Zhang Meng, Zhang Li-Li, Yi Ling-Bo, Tu Xiao-Nian, Zhou Ying, Li Dai-Yang, Xue Han-Chun, Li Yu-Xia, Zheng Zhong-Zheng
Shanghai Tissuebank Biotechnology Co., Ltd, Shanghai, China.
Heliyon. 2024 May 7;10(9):e30616. doi: 10.1016/j.heliyon.2024.e30616. eCollection 2024 May 15.
The objective of this study was to provide theoretically feasible strategies by understanding the relationship between the immune microenvironment and the diagnosis and prognosis of AML patients. To this end, we built a ceRNA network with lncRNAs as the core and analyzed the related lncRNAs in the immune microenvironment by bioinformatics analysis.
AML transcriptome expression data and immune-related gene sets were obtained from TCGA and ImmPort. Utilizing Pearson correlation analysis, differentially expressed immune-related lncRNAs were identified. Then, the LASSO-Cox regression analysis was performed to generate a risk signature consisting immune-related lncRNAs. Accuracy of signature in predicting patient survival was evaluated using univariate and multivariate analysis. Next, GO and KEGG gene enrichment and ssGSEA were carried out for pathway enrichment analysis of 183 differentially expressed genes, followed by drug sensitivity and immune infiltration analysis with pRRophetic and CIBERSORT, respectively. Cytoscape was used to construct the ceRNA network for these lncRNAs.

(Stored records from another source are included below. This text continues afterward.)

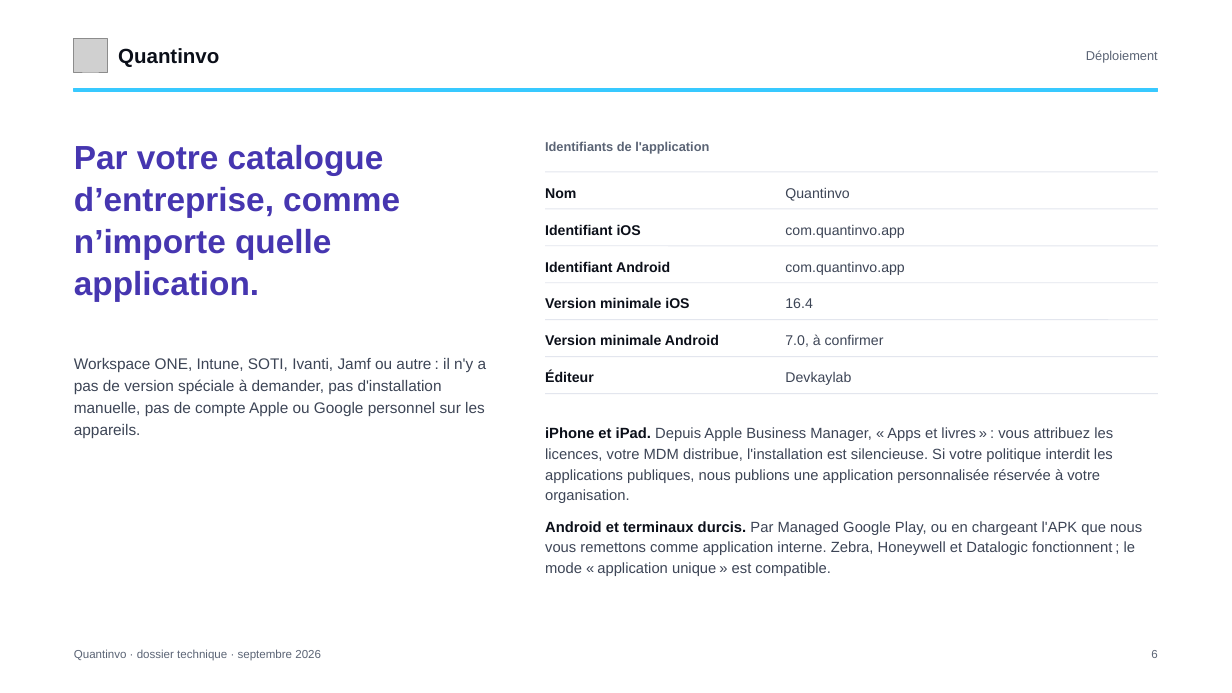
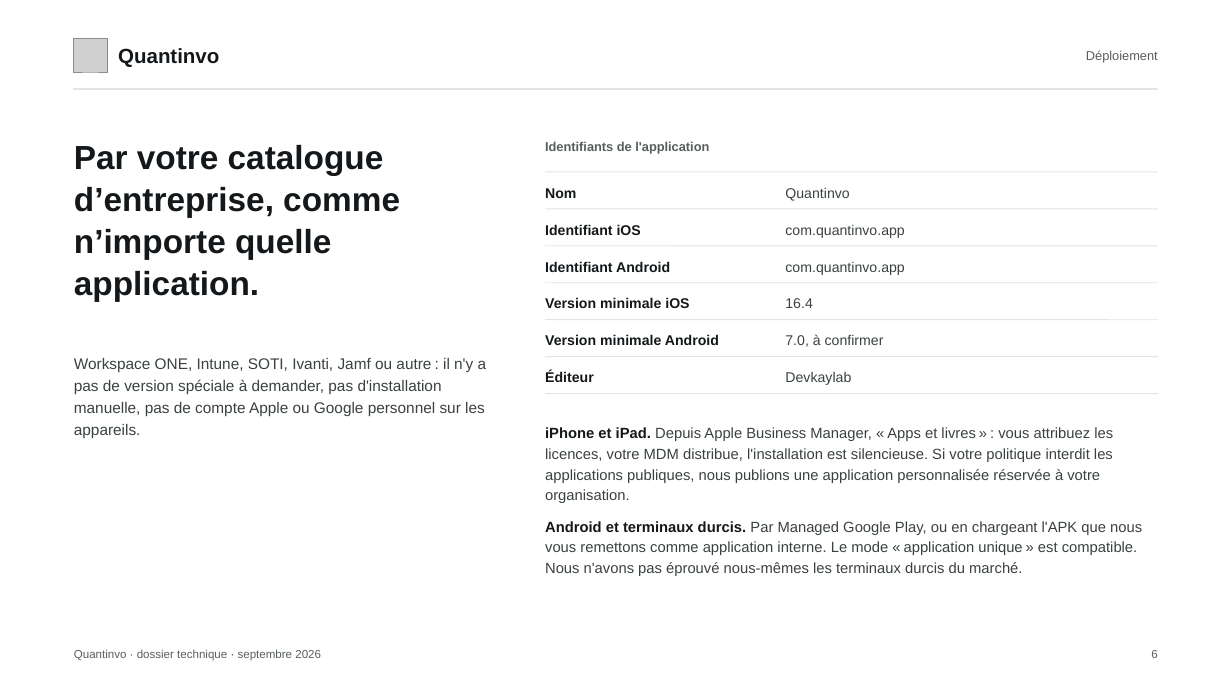
Before and after one commit to devkaylab/Inventaire, a slide deck: slide 6 of docs/entreprise/deck/Quantinvo-dossier-DSI.pptx. Drawn at 1232x693 pixels with LibreOffice and Linux fonts; fonts in the diff are those of the drawing; grey boxes stand for pictures. Boxes give left, top, right and bottom in pixels: in the first picture for what was removed or moved away, otherwise in the second. Text is boxed around its words. In the diff, an @@ line names an element or a change of style, - is before the commit and + after.

```diff
--- a/docs/entreprise/deck/Quantinvo-dossier-DSI.pptx
+++ b/docs/entreprise/deck/Quantinvo-dossier-DSI.pptx
@@ rectangle at (x1=74, y1=89, x2=1158, y2=90): fill #38C9FF to #E2E5E1; outline #38C9FF 1 pt to #E2E5E1 1 pt @@
@@ text "Par votre catalogue d’entreprise, comme ..." at (x1=74, y1=144, x2=400, y2=301): text colour #4636B0 to #14181A @@
@@ text colour #3D4556 to #3A423F in 7 elements at (x1=74, y1=358, x2=487, y2=438), (x1=785, y1=187, x2=849, y2=201), (x1=785, y1=225, x2=904, y2=238), (x1=785, y1=262, x2=904, y2=275), (x1=785, y1=298, x2=812, y2=308), (x1=785, y1=334, x2=884, y2=347), (x1=785, y1=372, x2=851, y2=385) @@
@@ text at (x1=545, y1=427, x2=1113, y2=503): text colour #0B0F19 to #14181A in "iPhone et iPad."; text colour #3D4556 to #3A423F in "Depuis Apple Business Manager, « Apps et ..." @@
@@ text at (x1=545, y1=521, x2=1142, y2=576): text changed; text colour #3D4556 to #3A423F @@
-Android et terminaux durcis. Par Managed Google Play, ou en chargeant l'APK que nous vous remettons comme application interne. Zebra, Honeywell et Datalogic fonctionnent ; le mode « application unique » est compatible.
+Android et terminaux durcis. Par Managed Google Play, ou en chargeant l'APK que nous vous remettons comme application interne. Le mode « application unique » est compatible. Nous n'avons pas éprouvé nous-mêmes les terminaux durcis du marché.
@@ text colour #5B6475 to #575F5C in 4 elements at (x1=1086, y1=50, x2=1158, y2=63), (x1=545, y1=141, x2=709, y2=154), (x1=74, y1=649, x2=321, y2=661), (x1=1151, y1=650, x2=1157, y2=658) @@
```
Also in this commit, not shown: 16 other slides changed, 19 other files.

816 common lncRNAs were selected to acquire the components related to prognosis. The final risk signature established by multivariate Cox and stepwise regression analysis contained 12 lncRNAs engaged in tumor apoptotic and metastatic processes: LINC02595, HCP5, AC020934.2, AC008770.3, LINC01770, AC092718.4, AL589863.1, AC131097.4, AC012368.1, C1RL-AS1, STARD4-AS1, and AC243960.1. Based on this predictive model, high-risk patients exhibited lower overall survival rates than low-risk patients. Signature lncRNAs showed significant correlation with tumor-infiltrating immune cells. In addition, significant differences in PD-1/PD-L1 expression and bleomycin/paclitaxel sensitivity were observed between risk groups.
LncRNAs related to immune microenvironment were prospective prognostic and therapeutic options for AML.
本研究的目的是通过了解免疫微环境与急性髓系白血病(AML)患者诊断及预后之间的关系,提供理论上可行的策略。为此,我们构建了以长链非编码RNA(lncRNA)为核心的竞争性内源RNA(ceRNA)网络,并通过生物信息学分析免疫微环境中的相关lncRNA。
从癌症基因组图谱(TCGA)和免疫数据库(ImmPort)获取AML转录组表达数据和免疫相关基因集。利用Pearson相关性分析鉴定差异表达的免疫相关lncRNA。然后,进行LASSO-Cox回归分析以生成由免疫相关lncRNA组成的风险特征。使用单变量和多变量分析评估该特征预测患者生存的准确性。接下来,对183个差异表达基因进行基因本体(GO)和京都基因与基因组百科全书(KEGG)基因富集以及单样本基因集富集分析(ssGSEA),随后分别使用pRRophetic和CIBERSORT进行药物敏感性和免疫浸润分析。利用Cytoscape构建这些lncRNA的ceRNA网络。
选择816个常见lncRNA以获取与预后相关的成分。通过多变量Cox和逐步回归分析建立的最终风险特征包含12个参与肿瘤凋亡和转移过程的lncRNA:LINC02595、HCP5、AC020934.2、AC008770.3、LINC01770、AC092718.4、AL589863.1、AC131097.4、AC012368.1、C1RL-AS1、STARD4-AS1和AC243960.1。基于此预测模型,高危患者的总生存率低于低危患者。特征lncRNA与肿瘤浸润免疫细胞显示出显著相关性。此外,在风险组之间观察到程序性死亡受体1(PD-1)/程序性死亡配体1(PD-L1)表达和博来霉素/紫杉醇敏感性的显著差异。
与免疫微环境相关的lncRNA是AML潜在的预后和治疗选择。